Hi Alex,
Fundamentally, StarGenerator is very much like CartesDuCiel - from a given 'centre point' (based on RA, Dec and Epoch information that the user supplies), and a given 'image size', it then goes and looks up a star catalogue. It determines all the stars from that catalogue that would fall 'inside' the boundary edges of the image, and works out the X and Y position of each of those stars in the image. From the 'magnitude' information for each star, and having been informed of the optical behaviour of your 'synthetic telescope' it determines a 'star size' and 'FWHM shape' for each star - and then it 'creates' a synthetic star image for each star that needs to be displayed.
Unlike CdC, it makes no attempt to display anything other than stars.
Currently StarGenerator can only access one particular star catalogue, which is 242Mb in size, and which you have to download to your PC for use by the SG process.

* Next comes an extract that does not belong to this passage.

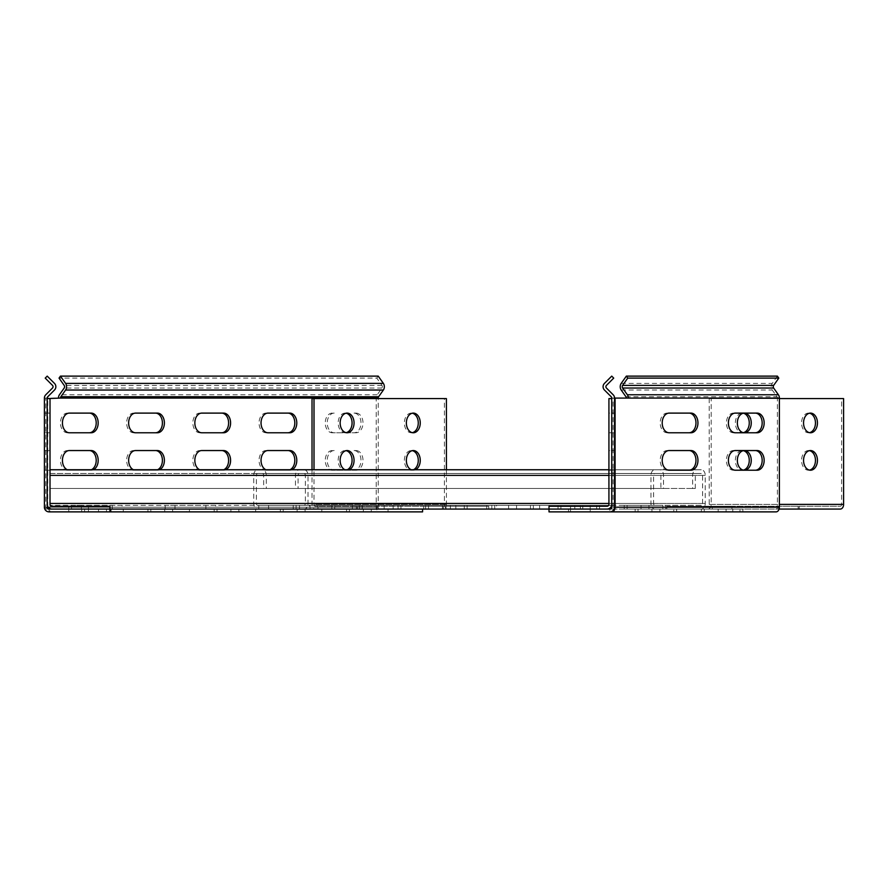 <?xml version="1.0" encoding="UTF-8"?>
<svg xmlns="http://www.w3.org/2000/svg" width="888" height="888" viewBox="0 0 888 888"><rect width="100%" height="100%" fill="white"/><g stroke="black" fill="none" stroke-linecap="round" stroke-linejoin="round"><path stroke-width="0.67" stroke-dasharray="4.44 3.33" d="M735.364 413.109L757.209 413.109M757.209 432.767L733.377 432.767A9.835 6.949 -90 0 1 726.417 422.932A9.835 6.949 -90 0 1 733.377 413.109M669.152 450.549L691.008 450.549M691.008 470.218L667.177 470.218A9.835 6.949 -90 0 1 660.217 460.384A9.835 6.949 -90 0 1 667.177 450.549M669.152 413.109L691.008 413.109M691.008 432.767L667.177 432.767A9.835 6.949 -90 0 1 660.217 422.932A9.835 6.949 -90 0 1 667.177 413.109M735.364 450.549L757.209 450.549M757.209 470.218L733.377 470.218A9.835 6.949 -90 0 1 726.417 460.384A9.835 6.949 -90 0 1 733.377 450.549M590.198 509.068L590.198 506.26L570.54 506.26L590.198 506.26L590.198 509.068L570.54 509.068L580.364 509.068L570.54 509.068L570.54 511.877L570.54 509.068L570.54 511.877L570.54 509.068L580.364 509.068L549.472 509.068L590.198 509.068L580.364 509.068L590.198 509.068L590.198 511.877L590.198 509.068L590.198 511.877L570.54 511.877L590.198 511.877L570.54 511.877L590.198 511.877L590.198 509.068L570.54 509.068L590.198 509.068L570.54 509.068L590.198 509.068L590.198 505.328L549.472 505.328L590.198 505.328M644.999 509.068L676.667 509.068L644.999 509.068M635.164 509.068L635.164 511.877L673.792 511.877L673.792 509.068M711.199 509.068L742.868 509.068L711.199 509.068M701.365 509.068L701.365 511.877L739.993 511.877L739.993 509.068M611.732 450.549L614.54 450.549L614.54 470.218L614.54 450.549L614.54 470.218L614.54 450.549L611.732 450.549L611.732 470.218L611.732 450.549L611.732 470.218L611.732 450.549L614.54 450.549L611.732 450.549L611.732 470.218L614.54 470.218L611.732 470.218L614.54 470.218L611.732 470.218L611.732 450.549L611.732 460.384L611.732 450.549L608.924 450.549L608.924 470.218L608.924 450.549L608.924 460.384L608.924 450.549L611.732 450.549M611.732 413.109L614.54 413.109L614.54 432.767L614.54 413.109L614.54 432.767L614.54 413.109L611.732 413.109L611.732 432.767L611.732 413.109L611.732 432.767L611.732 413.109L614.54 413.109L611.732 413.109L611.732 432.767L614.54 432.767L611.732 432.767L614.54 432.767L611.732 432.767L611.732 413.109L611.732 422.932L611.732 413.109L608.924 413.109L608.924 432.767L608.924 413.109L608.924 422.932L608.924 413.109L611.732 413.109M49.983 508.669L49.983 469.752L49.983 488.467L611.732 488.467L611.732 469.752L611.732 488.467L49.983 488.467L49.983 475.369L49.983 509.068L611.732 509.068L611.732 469.752L611.732 509.068L549.006 509.068L549.006 511.877L609.856 511.877A4.684 4.684 0 0 0 614.54 507.192L614.54 398.079A4.684 4.684 0 0 0 613.164 394.772L606.437 388.034A1.876 1.876 0 0 1 606.437 385.392L613.719 378.11L611.732 376.124L604.451 383.405A4.684 4.684 0 0 0 604.451 390.021L611.188 396.758A1.876 1.876 0 0 1 611.732 398.079L611.732 507.192A1.876 1.876 0 0 1 609.856 509.068L609.856 511.877L609.856 509.068L549.006 509.068L607.048 509.068A4.684 4.684 0 0 0 611.732 504.384L611.732 398.59L611.732 504.384M625.951 396.758L777.011 396.758L772.249 390.021A4.684 3.308 90 0 1 772.249 383.405L777.4 376.124M615.084 398.079L628.327 398.079M614.54 398.079L611.732 398.079L614.54 398.079M777.011 396.758A1.876 1.321 90 0 1 777.4 398.079L777.4 507.192A1.876 1.321 90 0 1 776.079 509.068L611.777 509.068A1.876 1.321 -90 0 0 613.097 507.192L613.097 398.079L611.732 398.079M609.856 511.877L776.079 511.877M732.811 511.877L732.811 509.068L776.079 509.068M611.777 509.068L732.811 509.068M568.52 511.877L568.52 509.068M676.667 509.068L676.667 511.877L673.792 511.877M742.868 509.068L742.868 511.877L739.993 511.877M735.364 470.218L733.377 470.218M669.152 432.767L667.177 432.767M669.152 470.218L667.177 470.218M735.364 432.767L733.377 432.767M44.4 413.109L47.208 413.109L47.208 432.767L47.208 413.109L47.208 432.767L47.208 413.109L47.208 432.767L47.208 413.109L47.208 432.767L47.208 413.109L47.208 432.767L47.208 413.109L47.208 432.767L47.208 413.109L47.208 422.932L47.208 413.109L44.4 413.109L47.208 413.109L44.4 413.109L47.208 413.109L44.4 413.109L44.4 432.767L44.4 413.109L44.4 432.767L44.4 413.109L44.4 432.767L44.4 413.109L44.4 432.767L44.4 413.109L44.4 432.767L44.4 413.109L47.208 413.109L44.4 413.109M44.4 450.549L47.208 450.549L47.208 470.218L47.208 450.549L47.208 470.218L47.208 450.549L47.208 470.218L47.208 450.549L47.208 470.218L47.208 450.549L47.208 470.218L47.208 450.549L47.208 470.218L47.208 450.549L47.208 460.384L47.208 450.549L44.4 450.549L47.208 450.549L44.4 450.549L47.208 450.549L44.4 450.549L44.4 470.218L44.4 450.549L44.4 470.218L44.4 450.549L44.4 470.218L44.4 450.549L44.4 470.218L44.4 450.549L44.4 470.218L44.4 450.549L47.208 450.549L44.4 450.549M385.17 509.068L346.542 509.068L388.045 509.068L385.17 509.068L385.17 511.877L346.542 511.877L385.17 511.877M120.357 509.068L81.729 509.068L123.243 509.068L120.357 509.068L120.357 511.877L81.729 511.877L120.357 511.877M186.569 509.068L147.941 509.068L189.444 509.068L186.569 509.068L186.569 511.877L147.941 511.877L186.569 511.877M252.769 509.068L214.141 509.068L255.644 509.068L252.769 509.068L252.769 511.877L214.141 511.877L252.769 511.877M318.97 509.068L280.342 509.068L321.845 509.068L318.97 509.068L318.97 511.877L280.342 511.877L318.97 511.877M68.742 511.877L68.742 509.068L88.4 509.068L68.742 509.068L88.4 509.068L68.742 509.068L88.4 509.068L68.742 509.068L88.4 509.068L68.742 509.068L88.4 509.068L68.742 509.068L88.4 509.068L68.742 509.068L78.577 509.068L68.742 509.068L68.742 506.26L88.4 506.26L68.742 506.26L78.577 506.26L68.742 506.26L68.742 511.877L68.742 509.068L68.742 511.877L68.742 509.068L68.742 511.877L88.4 511.877L68.742 511.877L88.4 511.877L68.742 511.877L88.4 511.877L68.742 511.877L88.4 511.877L68.742 511.877L88.4 511.877L68.742 511.877L68.742 509.068L68.742 511.877M201.787 450.549L223.643 450.549M223.776 469.752A9.835 6.949 -90 0 1 221.656 470.218L199.8 470.218A9.835 6.949 -90 0 1 192.851 460.384A9.835 6.949 -90 0 1 199.8 450.549M135.587 413.109L157.431 413.109M157.431 432.767L133.6 432.767A9.835 6.949 -90 0 1 126.651 422.932A9.835 6.949 -90 0 1 133.6 413.109M135.587 450.549L157.431 450.549M157.565 469.752A9.835 6.949 -90 0 1 155.444 470.218L133.6 470.218A9.835 6.949 -90 0 1 126.651 460.384A9.835 6.949 -90 0 1 133.6 450.549M69.386 413.109L91.231 413.109M91.231 432.767L67.399 432.767A9.835 6.949 -90 0 1 60.451 422.932A9.835 6.949 -90 0 1 67.399 413.109M334.199 450.549A9.835 6.949 90 0 0 327.239 460.384A9.835 6.949 90 0 0 334.199 470.218L356.044 470.218A9.835 6.949 90 0 0 362.992 460.384A9.835 6.949 90 0 0 356.044 450.549L354.057 450.549A9.835 6.949 -90 0 1 361.005 460.384A9.835 6.949 -90 0 1 354.057 470.218L332.212 470.218A9.835 6.949 -90 0 1 325.263 460.384A9.835 6.949 -90 0 1 332.212 450.549M267.998 413.109L289.843 413.109M289.843 432.767L266.012 432.767A9.835 6.949 -90 0 1 259.052 422.932A9.835 6.949 -90 0 1 266.012 413.109M267.998 450.549L289.843 450.549M289.976 469.752A9.835 6.949 -90 0 1 287.856 470.218L266.012 470.218A9.835 6.949 -90 0 1 259.052 460.384A9.835 6.949 -90 0 1 266.012 450.549M201.787 413.109L223.643 413.109M223.643 432.767L199.8 432.767A9.835 6.949 -90 0 1 192.851 422.932A9.835 6.949 -90 0 1 199.8 413.109M69.386 450.549L91.231 450.549M91.364 469.752A9.835 6.949 -90 0 1 89.244 470.218L67.399 470.218A9.835 6.949 -90 0 1 60.451 460.384A9.835 6.949 -90 0 1 67.399 450.549M334.199 413.109A9.835 6.949 90 0 0 327.239 422.932A9.835 6.949 90 0 0 334.199 432.767L356.044 432.767A9.835 6.949 90 0 0 362.992 422.932A9.835 6.949 90 0 0 356.044 413.109L354.057 413.109A9.835 6.949 -90 0 1 361.005 422.932A9.835 6.949 -90 0 1 354.057 432.767L332.212 432.767A9.835 6.949 -90 0 1 325.263 422.932A9.835 6.949 -90 0 1 332.212 413.109M422.577 511.877L379.542 511.877A4.684 3.308 90 0 1 376.235 507.192L376.235 398.079A4.684 3.308 90 0 1 377.2 394.772L381.962 388.034A1.876 1.321 -90 0 0 382.351 386.713A1.876 1.321 -90 0 0 381.962 385.392L376.812 378.11L59.041 378.11M54.49 390.021L47.752 396.758A1.876 1.876 0 0 0 47.208 398.079L44.4 398.079A4.684 4.684 0 0 1 45.776 394.772L52.503 388.034A1.876 1.876 0 0 0 52.503 385.392L45.221 378.11L47.208 376.124L54.49 383.405A4.684 4.684 0 0 1 54.49 390.021M48.03 507.192L44.4 507.192L47.208 507.192L44.4 507.192L49.084 511.877L49.084 509.068L47.208 507.192L47.208 398.079L44.4 398.079L60.451 398.079M199.667 469.752A9.835 6.949 90 0 0 201.787 470.218L223.643 470.218A9.835 6.949 90 0 0 225.752 469.752M133.466 469.752A9.835 6.949 90 0 0 135.587 470.218L157.431 470.218A9.835 6.949 90 0 0 159.551 469.752M265.878 469.752A9.835 6.949 90 0 0 267.998 470.218L289.843 470.218A9.835 6.949 90 0 0 291.963 469.752M67.266 469.752A9.835 6.949 90 0 0 69.386 470.218L91.231 470.218A9.835 6.949 90 0 0 93.351 469.752M379.542 509.068L49.906 509.068L379.542 509.068A1.876 1.321 90 0 1 378.221 507.192L378.221 398.59M47.752 507.192L45.776 507.192L45.776 398.079L47.752 398.079M49.084 511.877L109.934 511.877L49.906 511.877L46.043 507.192L376.235 507.192M379.542 511.877L49.906 511.877L49.906 509.068M378.221 376.124L376.812 378.11M44.4 507.192L44.4 398.079M47.208 504.384L47.208 398.59L47.208 504.384A4.684 4.684 0 0 0 51.893 509.068L109.934 509.068L49.983 509.068L49.983 505.328L49.983 509.068M49.084 509.068L51.893 509.068M109.934 511.877L109.934 506.26L51.893 506.26A1.876 1.876 0 0 1 50.017 504.384L50.017 398.59L47.208 398.59M356.044 432.767L354.057 432.767M356.044 413.109L354.057 413.109M334.199 432.767L332.212 432.767M91.231 470.218L89.244 470.218M69.386 470.218L67.399 470.218M201.787 432.767L199.8 432.767M289.843 470.218L287.856 470.218M267.998 470.218L266.012 470.218M267.998 432.767L266.012 432.767M356.044 470.218L354.057 470.218M356.044 450.549L354.057 450.549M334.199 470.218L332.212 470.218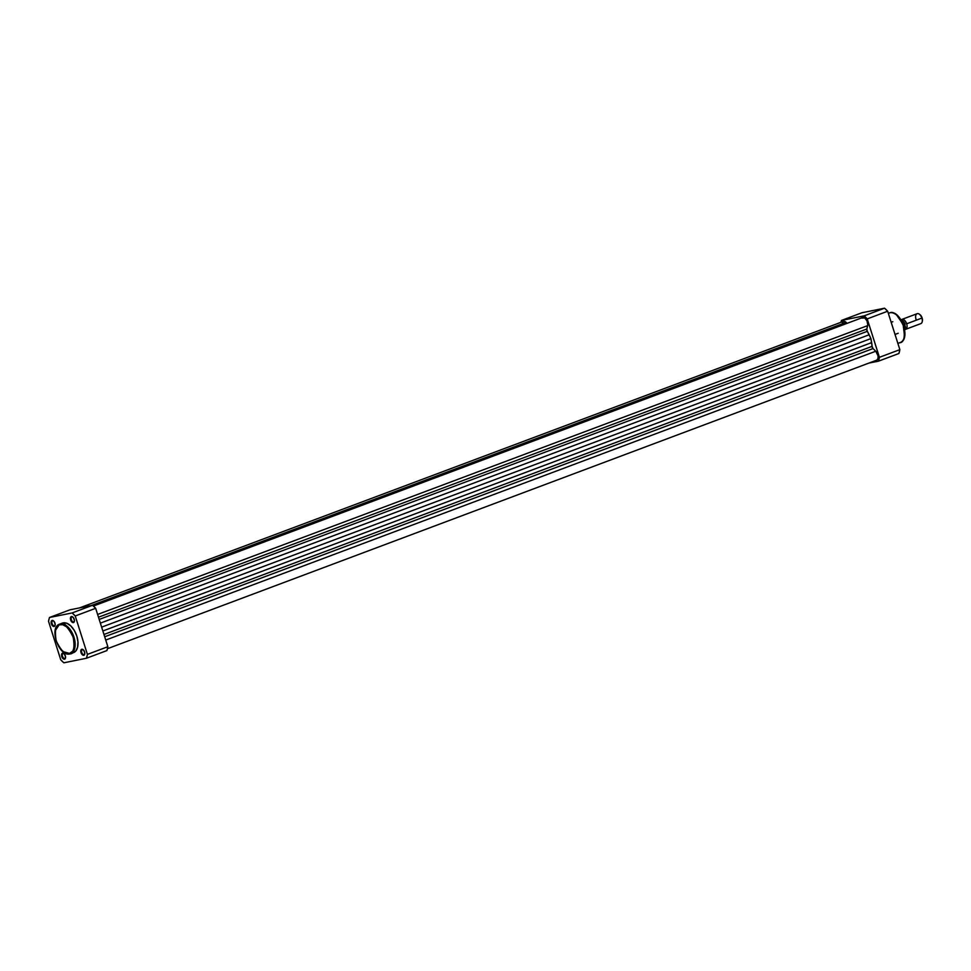 <?xml version="1.0" encoding="UTF-8"?>
<svg xmlns="http://www.w3.org/2000/svg" width="971" height="971" viewBox="0 0 971 971"><rect width="100%" height="100%" fill="white"/><g stroke="black" fill="none" stroke-linecap="round" stroke-linejoin="round"><path stroke-width="1.46" d="M63.151 653.495A2.646 1.505 -110.6 0 0 62.46 656.311A2.646 1.505 -110.6 0 0 64.741 658.532L64.499 659.188A3.18 1.796 69.4 0 1 61.756 656.53A3.18 1.796 69.4 0 1 62.581 653.155L63.151 653.495A2.646 1.505 69.4 0 1 64.062 653.726A2.646 1.505 -110.6 0 0 63.151 653.495L64.487 654.199L65.543 656.991L64.826 659.066L63.346 658.884L61.525 655.34L62.581 653.155A3.18 1.796 69.4 0 1 63.88 653.58A3.18 1.796 69.4 0 1 65.506 657.901A3.18 1.796 69.4 0 1 64.499 659.188L64.741 658.532A2.646 1.505 69.4 0 1 62.496 656.432A2.646 1.505 69.4 0 1 63.018 653.544A2.646 1.505 69.4 0 1 63.151 653.495M82.426 649.611A2.646 1.505 -110.6 0 0 81.734 652.427A2.646 1.505 -110.6 0 0 84.016 654.648L83.773 655.304A3.18 1.796 69.4 0 1 81.03 652.646A3.18 1.796 69.4 0 1 81.855 649.259L82.426 649.611A2.646 1.505 69.4 0 1 83.336 649.842A2.646 1.505 -110.6 0 0 82.426 649.611L83.761 650.315L84.817 653.107L84.101 655.182L82.62 655L80.799 651.456L81.855 649.259A3.18 1.796 69.4 0 1 83.154 649.684A3.18 1.796 69.4 0 1 84.78 654.017A3.18 1.796 69.4 0 1 83.773 655.304L84.016 654.648A2.646 1.505 69.4 0 1 81.77 652.548A2.646 1.505 69.4 0 1 82.292 649.648A2.646 1.505 69.4 0 1 82.426 649.611M52.774 620.785A2.646 1.505 -110.6 0 0 52.082 623.6A2.646 1.505 -110.6 0 0 54.364 625.822L54.121 626.477A3.18 1.796 69.4 0 1 51.378 623.807A3.18 1.796 69.4 0 1 52.203 620.433L52.774 620.785A2.646 1.505 69.4 0 1 53.684 621.015A2.646 1.505 -110.6 0 0 52.774 620.785L54.109 621.476L55.165 624.28L54.449 626.344L52.968 626.161L51.147 622.629L52.203 620.433A3.18 1.796 69.4 0 1 53.502 620.857A3.18 1.796 69.4 0 1 55.129 625.178A3.18 1.796 69.4 0 1 54.121 626.477L54.364 625.822A2.646 1.505 69.4 0 1 52.118 623.71A2.646 1.505 69.4 0 1 52.64 620.821A2.646 1.505 69.4 0 1 52.774 620.785M72.048 616.901A2.646 1.505 -110.6 0 0 71.356 619.716A2.646 1.505 -110.6 0 0 73.638 621.938L73.395 622.593A3.18 1.796 69.4 0 1 70.652 619.923A3.18 1.796 69.4 0 1 71.478 616.549L72.048 616.901A2.646 1.505 69.4 0 1 72.959 617.131A2.646 1.505 -110.6 0 0 72.048 616.901L73.383 617.592L74.439 620.396L73.723 622.46L72.242 622.277L70.495 619.328L71.478 616.549A3.18 1.796 69.4 0 1 72.776 616.973A3.18 1.796 69.4 0 1 74.403 621.294A3.18 1.796 69.4 0 1 73.395 622.593L73.638 621.938A2.646 1.505 69.4 0 1 71.393 619.826A2.646 1.505 69.4 0 1 71.915 616.937A2.646 1.505 69.4 0 1 72.048 616.901M63.224 651.687L70.665 653.714A15.779 8.933 69.4 0 1 69.888 653.944C74.33 653.956 75.689 648.361 73.966 637.158C68.807 626.659 64.268 622.253 60.372 623.94L60.117 624.596C63.892 622.957 68.273 627.217 73.25 637.377C74.925 648.191 73.614 653.604 69.317 653.592L69.888 653.944L69.317 653.592L72.801 651.068L74.233 646.965L74.221 641.661L72.764 635.956L70.082 630.749L66.574 626.793L62.799 624.729L59.304 624.838L56.634 627.12L55.432 630.058L55.068 635.143L56.172 640.811L58.588 646.237L61.926 650.558L65.7 653.143L69.317 653.592C65.543 655.231 61.161 650.971 56.172 640.811C54.51 629.997 55.82 624.584 60.117 624.596L60.372 623.94A15.779 8.933 69.4 0 1 73.735 636.478A15.779 8.933 69.4 0 1 70.665 653.714L69.827 653.956C58.915 656.991 48.659 627.424 59.583 624.171A15.779 8.933 69.4 0 1 60.372 623.94L63.224 622.872L59.583 624.171L55.311 630.58M70.665 653.714L73.529 652.646A15.779 8.933 -110.6 0 0 76.6 635.41A15.779 8.933 -110.6 0 0 63.224 622.872L66.975 623.333L70.871 626.004L74.33 630.482L76.818 636.09L77.971 641.965L77.595 647.22L75.762 651.043L72.74 652.864M69.924 609.837L92.548 605.273L95.668 608.307L107.854 646.722L106.919 650.57L86.48 658.241L63.855 662.805L86.48 658.241L87.414 654.381L107.854 646.722L95.668 608.307L75.24 615.978L87.414 654.381L75.24 615.978L72.109 612.944L92.548 605.273L69.924 609.837L49.485 617.495L72.109 612.944L49.485 617.495L48.951 619.364L48.55 621.355L60.736 659.77L48.55 621.355A31.242 17.696 69.4 0 1 49.485 617.495L69.924 609.837M60.736 659.77L63.855 662.805A31.242 17.696 69.4 0 1 60.736 659.77M62.387 623.115L63.224 622.872A15.779 8.933 -110.6 0 0 62.447 623.091L59.583 624.171M84.817 653.774A2.646 1.505 69.4 0 1 84.149 654.612A2.646 1.505 69.4 0 1 84.016 654.648A2.646 1.505 -110.6 0 0 84.817 653.774M65.543 657.658A2.646 1.505 69.4 0 1 64.875 658.496A2.646 1.505 69.4 0 1 64.741 658.532A2.646 1.505 -110.6 0 0 65.543 657.658M74.439 621.064A2.646 1.505 69.4 0 1 73.772 621.889A2.646 1.505 69.4 0 1 73.638 621.938A2.646 1.505 -110.6 0 0 74.439 621.064M55.165 624.948A2.646 1.505 69.4 0 1 54.497 625.785A2.646 1.505 69.4 0 1 54.364 625.822A2.646 1.505 -110.6 0 0 55.165 624.948M92.548 605.273L72.109 612.944A31.242 17.696 69.4 0 1 75.24 615.978L95.668 608.307A31.242 17.696 -110.6 0 0 92.548 605.273M107.854 646.722L87.414 654.381A31.242 17.696 69.4 0 1 86.48 658.241L106.919 650.57A31.242 17.696 -110.6 0 0 107.854 646.722M876.813 360.107L877.978 358.542L878.063 355.859L875.769 351.235L105.742 640.059L875.769 351.235L873.026 348.565L875.769 351.235A5.292 2.998 -110.6 0 1 878.136 356.357A5.292 2.998 -110.6 0 1 876.667 360.168L107.453 648.701M104.698 636.77L873.026 348.565L104.698 636.77M872.079 346.356A2.124 1.202 -110.6 0 0 873.026 348.565L872.079 346.356A19.068 10.79 -110.6 0 0 871.642 342.617L102.865 630.98L871.642 342.617L870.914 338.588L872.079 346.356L103.97 634.476L872.079 346.356M101.639 627.145L870.914 338.588L869.154 334.777L100.377 623.139L869.154 334.777A19.068 10.79 -110.6 0 0 867.309 331.317L99.2 619.437L867.309 331.317L866.824 329.011A2.124 1.202 -110.6 0 0 867.309 331.317L870.914 338.588L101.639 627.145M861.811 318.075L864.748 317.978L867.018 320.928L867.771 324.8L866.824 329.011L98.496 617.216L866.824 329.011L867.649 325.625L97.622 614.461L867.649 325.625A5.292 2.998 -110.6 0 0 866.435 319.823A5.292 2.998 -110.6 0 0 862.564 317.541L93.422 606.038M842.173 322.53L844.163 321.328L847.088 323.343L846.117 322.396L91.31 605.528L846.117 322.396A5.292 2.998 -110.6 0 0 843.289 321.425L79.573 607.895M889.958 312.771C893.866 311.072 898.393 315.478 903.552 325.989C905.275 337.18 903.916 342.775 899.474 342.763L900.251 342.545A15.779 8.933 -110.6 0 0 903.321 325.309A15.779 8.933 -110.6 0 0 889.958 312.771L888.344 313.378L889.958 312.771A15.779 8.933 -110.6 0 0 889.169 312.99L889.958 312.771M904.523 336.124L903.115 324.326L896.609 315.017M861.908 312.759L884.545 308.195L887.664 311.23L899.85 349.645L898.903 353.505L878.476 361.163L879.41 357.316L867.224 318.901L864.105 315.866L841.481 320.43L840.947 322.299A31.242 17.696 69.4 0 1 841.481 320.43L864.105 315.866L884.545 308.195L861.908 312.759L841.481 320.43L861.908 312.759M868.814 363.105L878.476 361.163L868.814 363.105M867.224 318.901L879.41 357.316L899.85 349.645L887.664 311.23L867.224 318.901L887.664 311.23A31.242 17.696 -110.6 0 0 884.545 308.195L864.105 315.866A31.242 17.696 69.4 0 1 867.224 318.901M896.986 315.32L901.962 321.753L904.389 328.756M904.766 331.572L904.644 335.481M878.476 361.163L898.903 353.505A31.242 17.696 -110.6 0 0 899.85 349.645L879.41 357.316A31.242 17.696 69.4 0 1 878.476 361.163M906.671 323.792A5.292 2.998 69.4 0 1 905.045 329.46A5.292 2.998 69.4 0 0 905.567 329.351A5.292 2.998 69.4 0 0 906.671 323.792L921.94 318.063L906.671 323.792A5.292 2.998 69.4 0 0 901.391 319.69A5.292 2.998 69.4 0 1 901.841 319.435A5.292 2.998 69.4 0 1 906.671 323.792M905.142 324.278A4.394 2.488 -110.6 0 0 903.333 321.328A4.394 2.488 69.4 0 1 905.142 324.278L905.142 324.278M905.567 329.351L920.836 323.622A5.292 2.998 -110.6 0 0 921.94 318.063A5.292 2.998 69.4 0 1 922.256 321.547L922.389 320.831A4.43 2.512 -110.6 0 0 922.122 317.918L919.913 314.628M905.324 328.234L903.989 322.348L905.445 327.033L904.268 327.7L905.373 327.288A6.093 3.447 69.4 0 1 904.717 330.019A6.093 3.447 -110.6 0 0 905.373 327.288M903.54 321.668L902.532 320.551M903.734 321.947L903.673 321.935A6.093 3.447 -110.6 0 0 900.76 319.495A6.093 3.447 69.4 0 1 903.673 321.935L902.387 322.421L903.867 322.081L900.748 319.459M905.385 326.754L904.717 330.055M905.288 328.441A5.875 3.326 -110.6 0 0 905.385 327.652M922.341 321.037L922.122 317.918A4.43 2.512 -110.6 0 0 920.12 314.786A4.43 2.512 -110.6 0 0 919.853 314.592M916.017 319.265A5.292 2.998 69.4 0 1 916.248 314.398A5.292 2.998 69.4 0 1 919.561 314.337A5.292 2.998 69.4 0 1 921.94 318.063A5.292 2.998 -110.6 0 0 917.122 313.706L901.841 319.435M897.872 343.431L900.251 342.545C911.186 339.28 900.93 309.725 890.006 312.747L888.319 313.305M898.175 333.259L895.019 334.437M892.81 321.692L891.172 322.311"/></g></svg>

Once you have created your 'synthetic star image' you can use it as a 'reference image' for any star-alignment routine. It has particular benefit to those who may be trying to build large mosaics. After all, the star catalogue already knows where the stars in an image OUGHT to be - so it then becomes a relatively trivial matter for PI to take your multiple mosaic panels and 'stitch' them onto the 'blank canvas' in exactly the correct place, squeezing, twisting and stretching them as needed to get them to fit.
I have now completed my first video tutorial on how to create a simple 'synthetic star image', and am currently busy editing the follow-up video showing how a 'real' image can be aligned to the synthetic image.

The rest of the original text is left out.